Pero, dejando a parte todo sentimentalismo, yo creo que _imponer_ una grafía específica a un nombre propio responde a la dictadura. Basta con la enorme variedad de grafías que existen para nombres propios tan comunes como Estefany o Michelle (que no son castizos, huelga decir). No creo que la tilde de José deba desaparecer, ni que se deba evitar la forma paroxítona de ese nombre. En resumidas cuentas, amigo, es cuestión de gustos, de uso y en muchas ocasiones, pienso, de familiaridad, confianza, cariño.

Saludos cordiales,


Swift


----------



## Natalis

> Miguelillo 87 said:
> 
> 
> 
> Acá en México José siempre será José, Jose se usa para el diminutivo de Josefina.
> 
> 
> 
> ¡Hola a todos! Por estos pagos se escribe José y se pronuncia José. Como dice Miguelillo Jose o Jóse es el diminutivo de Josefa o Josefina, así la llaman a mi mamá sus amigas . Ahora, si en el acta de nacimiento dice Jose no hay discución, es Jose y punto. Y si dice José, para evitar confusiones, lo mejor, según yo, es llamarlo José, porque así se llama. Ahora, cariñosamente uno tiende a deformar el nombre de los otros, eso es otra cosa aunque, esto puede traer problemitas...si lo sabré yo...y ¡valla que mi nombre me trae problemas! Precisamente porque lo deforman, porque "creen" que es así o asa o porque miran a las apuradas y copian como les viene en gana. Yo acepto que me llamen de muchas maneras pero a la hora de escribirlo que quede claro donde está la tilde  y así nos evitamos varios problemas . Jajaja, parezco sensible en este tema, no...
Click to expand...


----------



## Jellby

En principio, cualquier padre es libre de inscribir a su hijo como "Jose" (sin acento) en el correspondiente registro. Entonces el niño se llamará "Jose", y quien le llame "José" no estará usando su nombre real.

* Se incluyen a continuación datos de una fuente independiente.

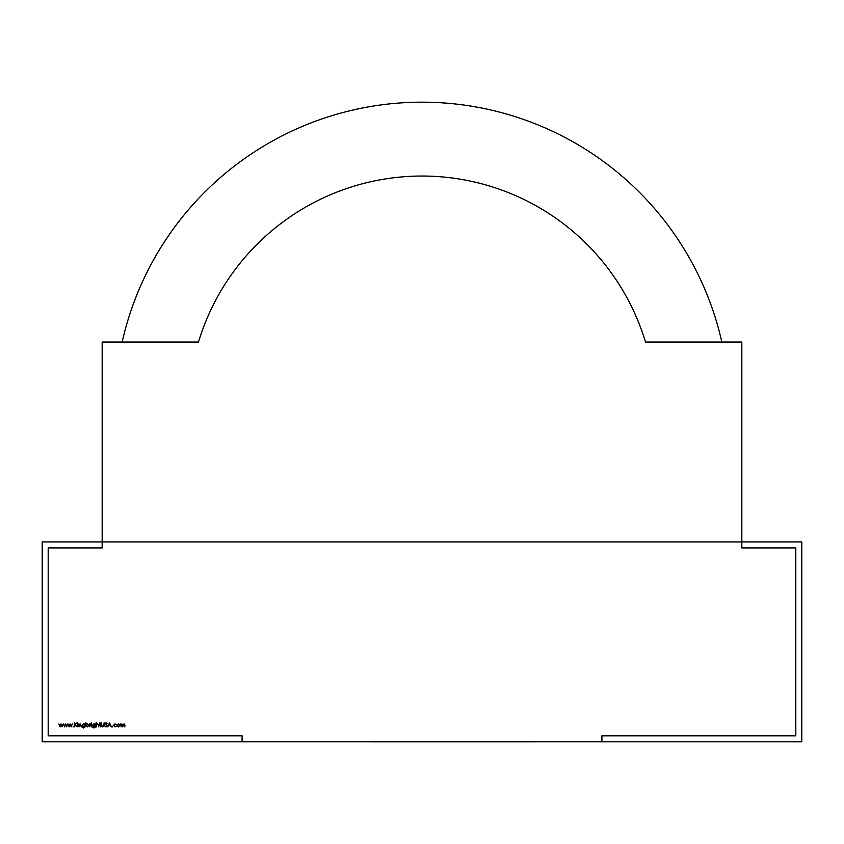 <?xml version="1.0" encoding="UTF-8"?>
<svg xmlns="http://www.w3.org/2000/svg" width="844" height="844" viewBox="0 0 844 844"><rect width="100%" height="100%" fill="white"/><g stroke="black" fill="none" stroke-linecap="round" stroke-linejoin="round"><path stroke-width="1.27" d="M741.834 547.925L795.808 547.925L795.808 735.82L601.909 735.82L601.909 741.823L801.8 741.823L801.8 541.922L741.834 541.922L741.834 547.925L795.808 547.925L795.808 735.82L601.909 735.82L601.909 741.823L42.2 741.823L42.2 541.922L741.834 541.922L741.834 547.925M721.842 342.031A307.343 307.343 0 0 0 122.158 342.031M198.509 342.031A233.45 233.45 0 0 1 645.491 342.031L741.834 342.031L741.834 541.922L102.166 541.922L102.166 547.925L48.192 547.925L48.192 735.82L242.091 735.82L242.091 741.823L242.091 735.82L48.192 735.82L48.192 547.925L102.166 547.925L102.166 342.031L198.509 342.031M320.551 741.823L535.36 741.844M116.978 725.376L118.498 723.857L120.006 725.376L118.498 726.884L116.978 725.376M112.389 726.884L112.389 726.209L112.389 726.884M107.093 725.851L105.943 726.937L104.73 726.062L105.943 726.526L106.734 725.84L104.983 723.667L105.975 722.728L107.04 723.403L105.342 723.646L107.093 725.851M99.455 723.909L99.961 722.728L100.837 723.909L100.32 726.832L99.455 723.909M93.884 723.857L95.404 723.909L95.298 727.127L93.927 727.961L92.429 727.032L93.884 727.602L95.045 726.273L93.874 726.832L92.376 725.355L93.884 723.857M91.426 723.297L91.426 722.675L91.426 723.297M86.225 726.294L85.866 722.728L86.225 724.437L87.417 723.857L88.947 725.376L87.407 726.884L86.225 726.294M79.104 726.832L78.745 723.909L79.104 724.437L80.212 723.857L81.309 726.832L80.148 724.215L79.157 724.985L79.104 726.832M77.69 723.297L77.69 722.675L77.69 723.297M73.185 726.884L73.185 726.209L73.185 726.884M64.64 726.832L63.363 723.909L64.629 726.009L65.579 723.909L66.57 726.009L67.826 723.909L66.602 726.832L65.6 724.732L64.64 726.832M60.135 726.832L58.858 723.909L60.114 726.009L61.063 723.909L62.066 726.009L63.321 723.909L62.097 726.832L61.084 724.732L60.135 726.832M69.155 726.832L67.879 723.909L69.134 726.009L70.084 723.909L71.086 726.009L72.341 723.909L71.118 726.832L70.105 724.732L69.155 726.832M74.747 726.832L74.388 722.833L74.747 724.352L76.92 722.833L74.958 724.627L77.078 726.832L74.747 724.901L74.747 726.832M77.87 726.832L77.511 723.909L77.87 726.832M83.535 723.857L85.054 723.909L84.938 727.127L83.567 727.961L82.079 727.032L83.535 727.602L84.695 726.273L83.524 726.832L82.026 725.355L83.535 723.857M89.918 726.832L89.559 723.909L90.635 723.857L89.918 726.832M91.606 726.832L91.247 723.909L91.606 726.832M96.585 726.832L96.227 722.728L96.585 724.458L97.693 723.857L98.79 725.334L98.431 726.832L98.389 724.796L97.63 724.215L96.638 724.985L96.585 726.832M101.628 726.093L101.554 722.833L101.924 725.756L102.852 726.526L103.717 725.851L104.118 722.833L104.118 725.249L102.873 726.937L101.628 726.093M107.599 726.832L109.551 722.833L111.397 726.832L110.416 725.545L108.602 725.545L107.599 726.832M113.391 725.397L115.027 723.857L116.366 724.542L115.006 724.215L113.75 725.365L115.006 726.526L116.366 726.209L114.995 726.884L113.391 725.397M121.082 726.832L120.724 723.909L123.024 724.563L124.089 723.857L125.081 725.249L124.722 726.832L124.026 724.215L122.718 726.832L122.021 724.215L121.082 726.832M84.695 725.355L83.567 724.215L82.385 725.376L83.545 726.473L84.695 725.355M86.225 725.365L87.407 726.526L88.588 725.376L87.407 724.215L86.225 725.365M95.045 725.355L93.916 724.215L92.734 725.376L93.895 726.473L95.045 725.355M110.226 725.133L109.52 723.614L108.792 725.133L110.226 725.133M119.648 725.376L118.498 724.215L117.337 725.376L118.498 726.526L119.648 725.376"/></g></svg>
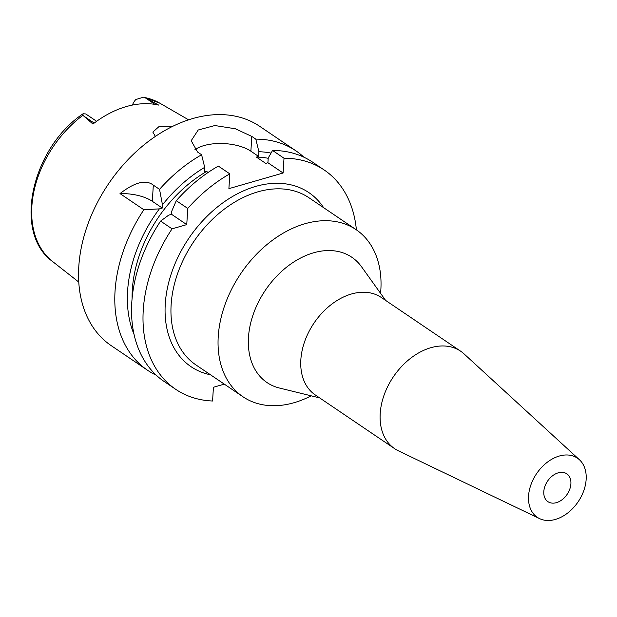 <?xml version="1.0" encoding="UTF-8"?>
<svg xmlns="http://www.w3.org/2000/svg" width="617" height="617" viewBox="0 0 617 617"><rect width="100%" height="100%" fill="white"/><g stroke="black" fill="none" stroke-linecap="round" stroke-linejoin="round"><path stroke-width="0.93" d="M188.586 119.821L159.857 103.193A95.743 67.222 124.1 0 0 144.633 97.509L158.677 105.091A96.761 67.939 124.1 0 0 92.936 124.048L82.894 115.31A95.743 67.222 124.1 0 0 31.845 206.487A95.743 67.222 124.1 0 0 52.653 261.569C12.564 233.049 31.475 148.419 83.102 113.744L82.894 115.31M144.633 97.509L143.568 97.17L135.833 99.522A12.109 8.499 124.1 0 0 132.408 105.067M172.822 126.277L159.294 126.331L152.831 132.084L155.399 136.403M96.622 121.294L86.064 114.153A12.109 8.499 124.1 0 0 85.763 113.96L83.102 113.744M194.841 149.777A33.634 15.425 -176.5 0 1 203.942 145.589A33.634 15.425 -176.5 0 1 250.88 151.204L258.623 156.448L258.916 151.72L255.8 139.133A132.431 92.99 -55.9 0 1 295.99 150.887L259.742 126.354A132.431 92.99 124.1 0 0 147 142.496A132.431 92.99 124.1 0 0 78.783 266.791A132.431 92.99 124.1 0 0 111.268 345.69L147.517 370.231A132.431 92.99 -55.9 0 1 115.032 291.332A132.431 92.99 -55.9 0 1 143.861 209.749L120.006 193.599A33.634 15.425 -176.5 0 1 152.33 201.304L162.279 208.037L159.371 208.878L143.861 209.749M255.8 139.133L251.782 136.411L235.378 128.776L214.855 125.536L198.211 130.002L191.193 140.707L197.571 152.037L201.597 154.759A132.431 92.99 -55.9 0 0 159.541 189.342L153.317 185.131C145.944 179.3 134.838 182.123 120.006 193.599M295.99 150.887A132.431 92.99 -55.9 0 1 303.919 157.204M162.279 208.037L162.472 204.836A121.495 85.308 -55.9 0 1 204.705 167.346L204.42 172.074L206.626 171.441A115.618 81.182 124.1 0 0 132.308 289.944A115.618 81.182 124.1 0 0 132.107 298.373M134.059 334.453A121.495 85.308 -55.9 0 1 127.572 291.309A121.495 85.308 -55.9 0 1 159.371 208.878M159.541 189.342L162.472 204.836M201.597 154.759L204.705 167.346M258.623 156.448L256.417 157.08A115.618 81.182 124.1 0 1 268.194 158.291M258.916 151.72A121.495 85.308 -55.9 0 1 271.033 153.093M256.417 157.08L265.711 163.374L267.917 162.741L283.103 173.015L228.899 188.648L229.802 173.855A132.431 92.99 -55.9 0 0 187.745 208.438L176.285 200.679L171.773 211.13L171.572 214.33L168.665 215.163L160.605 221.087L172.066 228.845L186.758 224.603L187.745 208.438M206.626 171.441L208.13 172.459M283.103 173.015L284.005 158.222A132.431 92.99 -55.9 0 1 324.195 169.983A132.431 92.99 -55.9 0 1 356.395 229.856M224.295 384.129L213.42 387.26L212.58 401.011A132.431 92.99 -55.9 0 1 175.722 389.319A132.431 92.99 -55.9 0 1 143.237 310.42A132.431 92.99 -55.9 0 1 172.066 228.845M323.632 207.674A105.106 73.801 124.1 0 0 230.905 197.479A105.106 73.801 124.1 0 0 165.256 304.073A105.106 73.801 124.1 0 0 210.505 374.797M186.758 224.603L171.572 214.33M160.605 221.087A132.431 92.99 124.1 0 0 131.776 302.662A132.431 92.99 124.1 0 0 164.261 381.568L175.722 389.319M324.195 169.983L312.734 162.225A132.431 92.99 124.1 0 0 272.552 150.463L284.005 158.222M267.917 162.741L268.21 158.014L272.552 150.463M156.325 375.244A132.431 92.99 -55.9 0 1 147.517 370.231M176.285 200.679A132.431 92.99 124.1 0 1 218.341 166.096L229.802 173.855M356.102 229.655L308.994 197.772A100.903 70.847 124.1 0 0 223.099 210.073A100.903 70.847 124.1 0 0 171.125 304.775A100.903 70.847 124.1 0 0 195.874 364.886L242.975 396.77A100.903 70.847 -55.9 0 1 218.225 336.658A100.903 70.847 -55.9 0 1 270.2 241.957A100.903 70.847 -55.9 0 1 356.102 229.655A100.903 70.847 -55.9 0 1 380.851 289.766A100.903 70.847 -55.9 0 1 380.566 293.337M311.192 395.829A100.903 70.847 -55.9 0 1 242.975 396.77M385.633 300.417L361.531 266.76A75.652 53.116 124.1 0 0 294.833 261.315A75.652 53.116 124.1 0 0 248.466 337.484A75.652 53.116 -55.9 0 0 279.439 388.031L319.645 397.903M460.621 351.181L381.26 297.456A58.862 41.331 124.1 0 0 331.152 304.636A58.862 41.331 124.1 0 0 300.834 359.873A58.862 41.331 124.1 0 0 315.272 394.942L394.633 448.659A58.862 41.331 -55.9 0 1 380.195 413.598A58.862 41.331 -55.9 0 1 410.513 358.354A58.862 41.331 -55.9 0 1 460.621 351.181A58.862 41.331 -55.9 0 1 463.992 353.842L579.432 459.758A35.74 25.089 -55.9 0 1 586.15 479.424A35.74 25.089 -55.9 0 1 569.129 511.848A35.74 25.089 -55.9 0 1 539.582 518.627A35.74 25.089 -55.9 0 1 528.553 496.037A35.74 25.089 -55.9 0 1 548.374 461.447A35.74 25.089 -55.9 0 1 579.432 459.758M539.582 518.627L398.358 450.803A58.862 41.331 -55.9 0 1 394.633 448.659M570.902 483.821A16.813 11.808 124.1 0 0 566.776 473.802A16.813 11.808 124.1 0 0 552.462 475.854A16.813 11.808 124.1 0 0 543.801 491.641A16.813 11.808 124.1 0 0 547.927 501.66A16.813 11.808 124.1 0 0 562.241 499.608A16.813 11.808 124.1 0 0 570.902 483.821M145.543 98.003L154.944 104.366M94.193 123.084L83.542 115.88M153.317 185.131L152.33 201.304M251.782 136.411L250.88 151.204M159.857 103.193L143.568 97.17M52.653 261.569L78.768 282.054"/></g></svg>
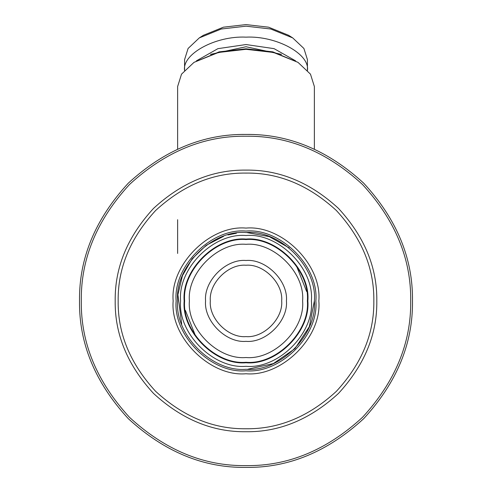 <?xml version="1.0" encoding="UTF-8"?>
<svg xmlns="http://www.w3.org/2000/svg" width="492" height="492" viewBox="0 0 492 492"><rect width="100%" height="100%" fill="white"/><g stroke="black" fill="none" stroke-linecap="round" stroke-linejoin="round"><path stroke-width="0.74" d="M177.624 149.125L177.624 86.555L181.523 74.157L194.002 62.367L218.442 52.472L246 49.311L273.558 52.472L297.998 62.367L310.477 74.157L314.376 86.555L314.376 149.125M297.998 62.367L272.839 51.863L246 48.788L219.161 51.863L194.002 62.367M246 369.295C279.831 372.352 317.432 334.751 314.376 300.92C317.432 267.088 279.831 229.487 246 232.544C212.169 229.487 174.568 267.088 177.624 300.92C174.568 334.751 212.169 372.352 246 369.295M246 366.319C213.639 369.246 177.673 333.275 180.595 300.92C177.673 268.558 213.639 232.593 246 235.514C278.361 232.593 314.327 268.558 311.405 300.92C314.327 333.275 278.361 369.246 246 366.319M246 362.752C276.596 365.519 310.6 331.51 307.838 300.92C310.6 270.323 276.596 236.32 246 239.081C215.404 236.32 181.4 270.323 184.162 300.92C181.4 331.51 215.404 365.519 246 362.752M292.709 37.902L288.638 35.307L268.595 27.189L246 24.6L223.405 27.189L203.362 35.307L199.291 37.902L221.246 29.01L246 26.174L270.754 29.01L292.709 37.902L303.915 48.487L307.42 59.624L307.42 70.596C310.163 54.046 276.387 35.645 246 37.146C215.613 35.645 181.837 54.046 184.58 70.596L184.58 59.624L188.085 48.487L199.291 37.902M196.376 60.873L217.919 48.653L246 44.544L274.081 48.653L295.624 60.873M210.496 54.372L246 46.746L281.504 54.372M185.367 310.354L195.459 335.716M306.633 291.485L296.541 266.123M246 362.278C276.356 365.021 310.101 331.276 307.359 300.92C310.101 270.557 276.356 236.812 246 239.555C215.644 236.812 181.899 270.557 184.641 300.92C181.899 331.276 215.644 365.021 246 362.278M246 357.524C217.993 360.052 186.868 328.92 189.395 300.92C186.868 272.912 217.993 241.781 246 244.315C274.007 241.781 305.132 272.912 302.605 300.92C305.132 328.92 274.007 360.052 246 357.524M246 341.35C266.006 343.158 288.238 320.919 286.43 300.92C288.238 280.914 266.006 258.681 246 260.489C225.994 258.681 203.762 280.914 205.57 300.92C203.762 320.919 225.994 343.158 246 341.35M246 336.596C228.35 338.188 208.731 318.57 210.324 300.92C208.731 283.269 228.35 263.65 246 265.243C263.65 263.65 283.269 283.269 281.676 300.92C283.269 318.57 263.65 338.188 246 336.596M246 231.055C280.563 227.931 318.988 266.35 315.864 300.92C318.988 335.483 280.563 373.902 246 370.784C211.437 373.902 173.012 335.483 176.136 300.92C173.012 266.35 211.437 227.931 246 231.055M246 228.085C209.961 224.826 169.906 264.88 173.166 300.92C169.906 336.952 209.961 377.007 246 373.754C282.039 377.007 322.094 336.952 318.834 300.92C322.094 264.88 282.039 224.826 246 228.085M246 173.086C278.626 172.643 308.755 185.127 336.393 210.527C361.792 238.159 374.271 268.294 373.834 300.92C374.271 333.545 361.792 363.674 336.393 391.312C308.755 416.712 278.626 429.19 246 428.753C213.374 429.19 183.245 416.712 155.607 391.312C130.208 363.674 117.729 333.545 118.166 300.92C117.729 268.294 130.208 238.159 155.607 210.527C183.245 185.127 213.374 172.643 246 173.086M246 170.109C212.618 169.66 181.782 182.434 153.504 208.423C127.514 236.701 114.747 267.531 115.196 300.92C114.747 334.302 127.514 365.132 153.504 393.416C181.782 419.405 212.618 432.173 246 431.724C279.382 432.173 310.218 419.405 338.496 393.416C364.486 365.132 377.253 334.302 376.804 300.92C377.253 267.531 364.486 236.701 338.496 208.423C310.218 182.434 279.382 169.66 246 170.109M79.52 300.92C78.948 343.41 95.202 382.647 128.277 418.637C164.273 451.717 203.51 467.972 246 467.4C288.49 467.972 327.727 451.717 363.723 418.637C396.798 382.647 413.052 343.41 412.481 300.92C413.052 258.429 396.798 219.186 363.723 183.196C327.727 150.121 288.49 133.867 246 134.439C203.51 133.867 164.273 150.121 128.277 183.196C95.202 219.186 78.948 258.429 79.52 300.92M246 136.222C288.035 135.657 326.854 151.733 362.456 184.457C395.181 220.065 411.263 258.884 410.697 300.92C411.263 342.955 395.181 381.774 362.456 417.376C326.854 450.1 288.035 466.182 246 465.617C203.965 466.182 165.146 450.1 129.544 417.376C96.819 381.774 80.737 342.955 81.303 300.92C80.737 258.884 96.819 220.065 129.544 184.457C165.146 151.733 203.965 135.657 246 136.222M177.624 219.696L177.624 253.442M223.596 236.314L206.253 245.28L192.144 258.786L182.434 275.723L177.907 294.702L181.702 324.173M247.685 369.277L273.331 363.594L294.954 348.656L309.339 326.676L314.376 300.92M289.204 247.919L269.296 236.634L246.799 232.544M236.455 233.214L227.962 234.961"/></g></svg>

Quien se llame "José", deberá escribir su acento. Por supuesto, también son muy libres los demás de llamarle como quieran: "Pepe", "Oselito" o "Jose", y él podrá molestarse o no.

Ya ha salido varias veces el caso de "Óscar" y "Oscar", son dos pronunciaciones distintas, con dos grafías distintas. Ninguna es mejor que la otra. Lo que ocurre con "Jose" es que normalmente todo el mundo es consciente de que debería ser "José", y en situaciones formales usan "José" y no "Jose", por ejemplo con el apellido (José Coronado) o con tratamientos (señor José, don José, san José...).


----------



## Atilano

El Jose llano es la abraviación de un nombre compuesto cuya primera parte es José. Al pronunciar el compuesto como uno sólo nombre, la sílaba -sé pierde el acento tónico.

Por tanto se puede considerar un hipocorístico. Se podría escribir sin tilde pero sólo cuando lo usemos como tal hipocorístico.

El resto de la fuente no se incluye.